**Problem requirements**
Go through the data below and gather each line containing "profile".

Items from a data source:

==*==

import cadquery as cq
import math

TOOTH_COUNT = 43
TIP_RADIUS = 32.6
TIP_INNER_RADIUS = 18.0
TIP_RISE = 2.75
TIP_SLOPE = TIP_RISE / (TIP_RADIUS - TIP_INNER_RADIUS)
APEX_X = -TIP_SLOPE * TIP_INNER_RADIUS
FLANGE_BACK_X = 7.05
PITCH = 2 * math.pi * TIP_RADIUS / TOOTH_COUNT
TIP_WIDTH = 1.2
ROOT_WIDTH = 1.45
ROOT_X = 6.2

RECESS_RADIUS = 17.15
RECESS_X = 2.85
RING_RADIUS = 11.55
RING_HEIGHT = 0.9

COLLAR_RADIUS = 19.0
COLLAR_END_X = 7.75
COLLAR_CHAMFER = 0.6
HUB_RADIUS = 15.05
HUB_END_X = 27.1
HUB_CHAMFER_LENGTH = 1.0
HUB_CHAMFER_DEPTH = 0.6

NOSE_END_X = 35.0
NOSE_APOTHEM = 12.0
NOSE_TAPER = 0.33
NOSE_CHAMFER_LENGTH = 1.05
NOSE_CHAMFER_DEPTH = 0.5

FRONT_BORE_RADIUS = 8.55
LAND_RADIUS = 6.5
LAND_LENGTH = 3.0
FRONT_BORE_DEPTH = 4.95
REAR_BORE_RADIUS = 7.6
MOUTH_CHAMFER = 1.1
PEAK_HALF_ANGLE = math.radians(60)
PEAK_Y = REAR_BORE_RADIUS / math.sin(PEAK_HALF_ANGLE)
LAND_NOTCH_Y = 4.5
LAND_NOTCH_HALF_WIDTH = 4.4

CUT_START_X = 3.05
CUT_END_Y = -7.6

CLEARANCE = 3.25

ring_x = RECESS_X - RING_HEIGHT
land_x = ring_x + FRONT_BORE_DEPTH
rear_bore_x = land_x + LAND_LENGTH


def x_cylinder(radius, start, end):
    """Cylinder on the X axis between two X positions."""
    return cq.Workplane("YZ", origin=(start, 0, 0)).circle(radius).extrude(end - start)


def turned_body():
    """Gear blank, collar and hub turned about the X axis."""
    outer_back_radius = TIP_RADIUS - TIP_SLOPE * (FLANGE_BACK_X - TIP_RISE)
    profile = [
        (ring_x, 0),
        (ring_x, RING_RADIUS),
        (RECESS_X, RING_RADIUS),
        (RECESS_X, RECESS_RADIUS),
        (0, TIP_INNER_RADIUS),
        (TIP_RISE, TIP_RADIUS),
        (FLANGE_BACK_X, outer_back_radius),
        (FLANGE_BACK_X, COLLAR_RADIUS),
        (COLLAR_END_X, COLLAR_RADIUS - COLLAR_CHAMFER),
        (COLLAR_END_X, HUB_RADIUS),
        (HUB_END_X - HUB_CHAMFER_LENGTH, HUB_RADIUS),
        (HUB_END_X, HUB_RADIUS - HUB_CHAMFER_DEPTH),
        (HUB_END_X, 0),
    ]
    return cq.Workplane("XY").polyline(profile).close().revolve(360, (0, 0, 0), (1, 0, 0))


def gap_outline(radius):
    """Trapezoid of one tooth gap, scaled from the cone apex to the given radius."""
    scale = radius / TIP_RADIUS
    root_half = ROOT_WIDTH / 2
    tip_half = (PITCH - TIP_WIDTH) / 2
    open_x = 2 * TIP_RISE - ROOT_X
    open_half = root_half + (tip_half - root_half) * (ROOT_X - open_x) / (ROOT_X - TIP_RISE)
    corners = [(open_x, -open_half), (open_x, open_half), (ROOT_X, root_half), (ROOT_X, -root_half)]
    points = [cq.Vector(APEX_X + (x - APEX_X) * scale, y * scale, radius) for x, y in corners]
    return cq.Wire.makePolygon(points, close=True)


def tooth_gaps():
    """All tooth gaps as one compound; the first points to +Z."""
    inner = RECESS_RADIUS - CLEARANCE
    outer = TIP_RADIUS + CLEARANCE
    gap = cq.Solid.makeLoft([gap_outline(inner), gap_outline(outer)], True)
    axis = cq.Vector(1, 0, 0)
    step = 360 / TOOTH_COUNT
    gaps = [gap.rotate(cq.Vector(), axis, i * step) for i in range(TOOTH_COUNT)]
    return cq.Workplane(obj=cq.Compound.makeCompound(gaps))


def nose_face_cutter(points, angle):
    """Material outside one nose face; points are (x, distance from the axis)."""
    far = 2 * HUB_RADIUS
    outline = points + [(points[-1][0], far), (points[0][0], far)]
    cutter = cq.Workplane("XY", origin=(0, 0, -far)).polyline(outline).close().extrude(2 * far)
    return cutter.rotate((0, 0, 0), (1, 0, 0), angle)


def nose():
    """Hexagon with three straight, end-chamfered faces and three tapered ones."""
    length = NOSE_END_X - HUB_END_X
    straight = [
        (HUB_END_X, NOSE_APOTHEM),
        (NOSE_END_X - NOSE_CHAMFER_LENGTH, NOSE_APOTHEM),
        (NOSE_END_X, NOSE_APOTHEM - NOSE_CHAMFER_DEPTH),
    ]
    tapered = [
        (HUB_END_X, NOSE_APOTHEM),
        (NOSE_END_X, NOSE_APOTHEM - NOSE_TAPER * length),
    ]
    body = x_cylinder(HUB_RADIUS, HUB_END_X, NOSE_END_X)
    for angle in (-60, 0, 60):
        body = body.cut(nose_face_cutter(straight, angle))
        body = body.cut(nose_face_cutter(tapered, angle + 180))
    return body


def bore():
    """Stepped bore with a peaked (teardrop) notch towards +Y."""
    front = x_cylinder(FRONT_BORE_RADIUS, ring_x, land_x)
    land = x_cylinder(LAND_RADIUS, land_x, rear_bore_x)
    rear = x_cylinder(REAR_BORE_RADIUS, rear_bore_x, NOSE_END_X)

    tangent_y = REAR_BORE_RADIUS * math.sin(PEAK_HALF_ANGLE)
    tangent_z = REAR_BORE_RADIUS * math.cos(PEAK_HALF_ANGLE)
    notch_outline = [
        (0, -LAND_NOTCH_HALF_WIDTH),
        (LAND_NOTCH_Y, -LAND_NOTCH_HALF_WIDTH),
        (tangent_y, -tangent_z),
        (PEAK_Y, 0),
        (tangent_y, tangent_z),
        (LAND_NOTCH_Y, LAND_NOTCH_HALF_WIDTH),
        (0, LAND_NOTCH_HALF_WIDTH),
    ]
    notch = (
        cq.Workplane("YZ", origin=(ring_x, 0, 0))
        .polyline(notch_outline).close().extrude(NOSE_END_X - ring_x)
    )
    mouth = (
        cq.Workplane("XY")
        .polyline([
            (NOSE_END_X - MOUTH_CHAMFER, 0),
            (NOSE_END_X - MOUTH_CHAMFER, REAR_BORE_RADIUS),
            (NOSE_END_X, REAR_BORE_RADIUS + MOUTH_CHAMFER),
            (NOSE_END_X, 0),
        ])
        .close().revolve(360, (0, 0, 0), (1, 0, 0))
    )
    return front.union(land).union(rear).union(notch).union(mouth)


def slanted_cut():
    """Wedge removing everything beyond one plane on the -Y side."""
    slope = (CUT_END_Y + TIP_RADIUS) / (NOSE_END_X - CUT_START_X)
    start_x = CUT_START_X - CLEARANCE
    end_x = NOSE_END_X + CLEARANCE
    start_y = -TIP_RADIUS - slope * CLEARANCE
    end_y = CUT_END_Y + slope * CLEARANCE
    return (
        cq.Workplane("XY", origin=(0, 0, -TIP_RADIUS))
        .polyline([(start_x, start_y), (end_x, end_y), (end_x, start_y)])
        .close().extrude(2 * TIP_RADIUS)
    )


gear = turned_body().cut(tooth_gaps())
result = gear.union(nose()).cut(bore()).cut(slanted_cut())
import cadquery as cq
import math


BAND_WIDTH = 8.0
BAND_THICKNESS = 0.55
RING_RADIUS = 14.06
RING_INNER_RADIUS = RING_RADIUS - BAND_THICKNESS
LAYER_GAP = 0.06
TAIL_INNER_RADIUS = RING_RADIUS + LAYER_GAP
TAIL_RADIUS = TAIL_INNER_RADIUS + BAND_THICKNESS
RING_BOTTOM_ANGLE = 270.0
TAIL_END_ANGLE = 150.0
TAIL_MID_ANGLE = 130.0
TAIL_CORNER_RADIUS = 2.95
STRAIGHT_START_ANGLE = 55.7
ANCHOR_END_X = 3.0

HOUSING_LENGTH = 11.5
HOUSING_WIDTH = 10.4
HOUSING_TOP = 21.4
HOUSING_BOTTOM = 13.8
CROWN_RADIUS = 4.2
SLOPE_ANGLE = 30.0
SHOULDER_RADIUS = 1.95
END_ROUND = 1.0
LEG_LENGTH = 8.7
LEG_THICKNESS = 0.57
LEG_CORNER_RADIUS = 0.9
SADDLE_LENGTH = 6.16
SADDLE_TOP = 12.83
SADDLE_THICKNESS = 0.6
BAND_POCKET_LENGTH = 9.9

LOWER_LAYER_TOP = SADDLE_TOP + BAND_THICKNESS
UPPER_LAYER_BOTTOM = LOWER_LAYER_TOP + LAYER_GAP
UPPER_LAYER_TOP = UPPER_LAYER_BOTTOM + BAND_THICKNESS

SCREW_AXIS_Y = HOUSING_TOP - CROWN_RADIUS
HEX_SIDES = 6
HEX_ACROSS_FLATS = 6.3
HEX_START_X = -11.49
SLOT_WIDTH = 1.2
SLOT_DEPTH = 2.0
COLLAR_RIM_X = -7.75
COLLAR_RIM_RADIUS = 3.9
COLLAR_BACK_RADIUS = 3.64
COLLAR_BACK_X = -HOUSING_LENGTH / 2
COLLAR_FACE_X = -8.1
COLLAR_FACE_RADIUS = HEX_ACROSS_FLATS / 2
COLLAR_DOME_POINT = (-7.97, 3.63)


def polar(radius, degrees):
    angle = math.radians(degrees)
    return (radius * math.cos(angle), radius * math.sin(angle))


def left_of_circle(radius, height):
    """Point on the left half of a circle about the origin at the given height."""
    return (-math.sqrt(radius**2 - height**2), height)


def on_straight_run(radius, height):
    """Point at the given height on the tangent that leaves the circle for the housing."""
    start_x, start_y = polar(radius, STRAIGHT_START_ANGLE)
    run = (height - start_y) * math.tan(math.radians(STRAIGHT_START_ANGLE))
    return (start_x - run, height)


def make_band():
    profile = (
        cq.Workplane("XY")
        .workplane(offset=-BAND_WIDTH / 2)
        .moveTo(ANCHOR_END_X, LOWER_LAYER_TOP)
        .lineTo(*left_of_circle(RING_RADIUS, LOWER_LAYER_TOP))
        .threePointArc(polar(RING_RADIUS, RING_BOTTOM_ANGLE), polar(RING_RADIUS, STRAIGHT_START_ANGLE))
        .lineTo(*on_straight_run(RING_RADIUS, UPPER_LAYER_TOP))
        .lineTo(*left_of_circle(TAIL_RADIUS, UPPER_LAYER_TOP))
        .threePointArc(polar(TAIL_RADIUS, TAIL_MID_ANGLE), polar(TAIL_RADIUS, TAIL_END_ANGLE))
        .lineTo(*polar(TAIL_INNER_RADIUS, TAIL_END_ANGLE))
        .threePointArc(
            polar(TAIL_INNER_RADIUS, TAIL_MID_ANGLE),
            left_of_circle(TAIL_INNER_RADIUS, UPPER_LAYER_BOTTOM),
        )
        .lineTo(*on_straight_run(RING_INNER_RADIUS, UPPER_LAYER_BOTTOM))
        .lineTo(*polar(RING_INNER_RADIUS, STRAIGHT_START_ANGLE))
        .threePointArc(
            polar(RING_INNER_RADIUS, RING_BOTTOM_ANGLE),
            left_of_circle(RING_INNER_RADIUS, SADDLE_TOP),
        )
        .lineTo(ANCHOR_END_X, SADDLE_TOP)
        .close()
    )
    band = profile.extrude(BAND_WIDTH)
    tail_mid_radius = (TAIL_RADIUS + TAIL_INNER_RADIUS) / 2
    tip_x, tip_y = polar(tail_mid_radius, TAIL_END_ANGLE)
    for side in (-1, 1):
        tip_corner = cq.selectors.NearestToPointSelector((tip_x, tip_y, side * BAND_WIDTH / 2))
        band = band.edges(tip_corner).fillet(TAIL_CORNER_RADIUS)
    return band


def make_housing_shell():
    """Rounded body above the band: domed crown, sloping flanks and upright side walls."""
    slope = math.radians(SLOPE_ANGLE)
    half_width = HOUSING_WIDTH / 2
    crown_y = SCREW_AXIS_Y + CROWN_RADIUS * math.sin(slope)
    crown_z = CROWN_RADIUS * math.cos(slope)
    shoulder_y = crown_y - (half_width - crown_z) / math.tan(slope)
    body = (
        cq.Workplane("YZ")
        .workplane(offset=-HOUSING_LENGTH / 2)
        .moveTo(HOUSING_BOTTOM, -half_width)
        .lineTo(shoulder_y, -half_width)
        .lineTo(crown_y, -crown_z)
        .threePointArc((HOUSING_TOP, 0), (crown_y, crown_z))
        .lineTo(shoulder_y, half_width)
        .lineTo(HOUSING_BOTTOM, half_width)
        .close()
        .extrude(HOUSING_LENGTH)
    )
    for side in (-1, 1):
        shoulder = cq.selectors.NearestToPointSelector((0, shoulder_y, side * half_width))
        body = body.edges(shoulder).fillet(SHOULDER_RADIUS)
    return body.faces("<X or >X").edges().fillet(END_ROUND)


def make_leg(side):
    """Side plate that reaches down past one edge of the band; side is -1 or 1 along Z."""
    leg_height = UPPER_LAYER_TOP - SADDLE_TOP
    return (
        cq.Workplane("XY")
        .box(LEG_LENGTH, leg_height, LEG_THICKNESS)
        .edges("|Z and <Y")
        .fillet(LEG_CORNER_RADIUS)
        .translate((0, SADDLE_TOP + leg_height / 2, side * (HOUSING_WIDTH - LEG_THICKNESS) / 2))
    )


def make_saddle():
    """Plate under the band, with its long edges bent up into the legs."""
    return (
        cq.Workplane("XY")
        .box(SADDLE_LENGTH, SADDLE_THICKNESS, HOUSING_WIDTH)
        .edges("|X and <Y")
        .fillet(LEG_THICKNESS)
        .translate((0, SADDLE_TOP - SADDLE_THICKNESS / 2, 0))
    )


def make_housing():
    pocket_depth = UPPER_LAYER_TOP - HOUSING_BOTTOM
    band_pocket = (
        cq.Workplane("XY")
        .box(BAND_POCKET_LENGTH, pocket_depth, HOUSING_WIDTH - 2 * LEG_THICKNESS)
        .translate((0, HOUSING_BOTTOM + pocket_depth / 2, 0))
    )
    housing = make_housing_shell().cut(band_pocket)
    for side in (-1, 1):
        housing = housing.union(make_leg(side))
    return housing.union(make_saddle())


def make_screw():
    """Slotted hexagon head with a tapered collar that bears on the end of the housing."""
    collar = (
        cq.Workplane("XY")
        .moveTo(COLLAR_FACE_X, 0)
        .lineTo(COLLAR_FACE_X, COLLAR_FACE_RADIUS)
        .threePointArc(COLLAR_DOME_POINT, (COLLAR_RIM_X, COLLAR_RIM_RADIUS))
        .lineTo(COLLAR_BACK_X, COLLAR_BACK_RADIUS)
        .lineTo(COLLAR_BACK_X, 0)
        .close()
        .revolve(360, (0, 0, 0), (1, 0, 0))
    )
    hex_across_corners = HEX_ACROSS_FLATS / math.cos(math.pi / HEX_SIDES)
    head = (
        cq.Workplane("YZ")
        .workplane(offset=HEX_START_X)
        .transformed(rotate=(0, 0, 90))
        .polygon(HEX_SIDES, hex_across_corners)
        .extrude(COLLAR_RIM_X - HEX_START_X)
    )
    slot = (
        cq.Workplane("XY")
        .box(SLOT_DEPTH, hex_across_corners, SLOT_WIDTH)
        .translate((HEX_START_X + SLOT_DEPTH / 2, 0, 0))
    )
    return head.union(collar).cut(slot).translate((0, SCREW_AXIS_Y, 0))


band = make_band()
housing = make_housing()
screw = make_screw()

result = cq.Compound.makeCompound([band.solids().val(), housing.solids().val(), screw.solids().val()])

==*==

**Answer box**
    profile = [
    return cq.Workplane("XY").polyline(profile).close().revolve(360, (0, 0, 0), (1, 0, 0))
    profile = (
    band = profile.extrude(BAND_WIDTH)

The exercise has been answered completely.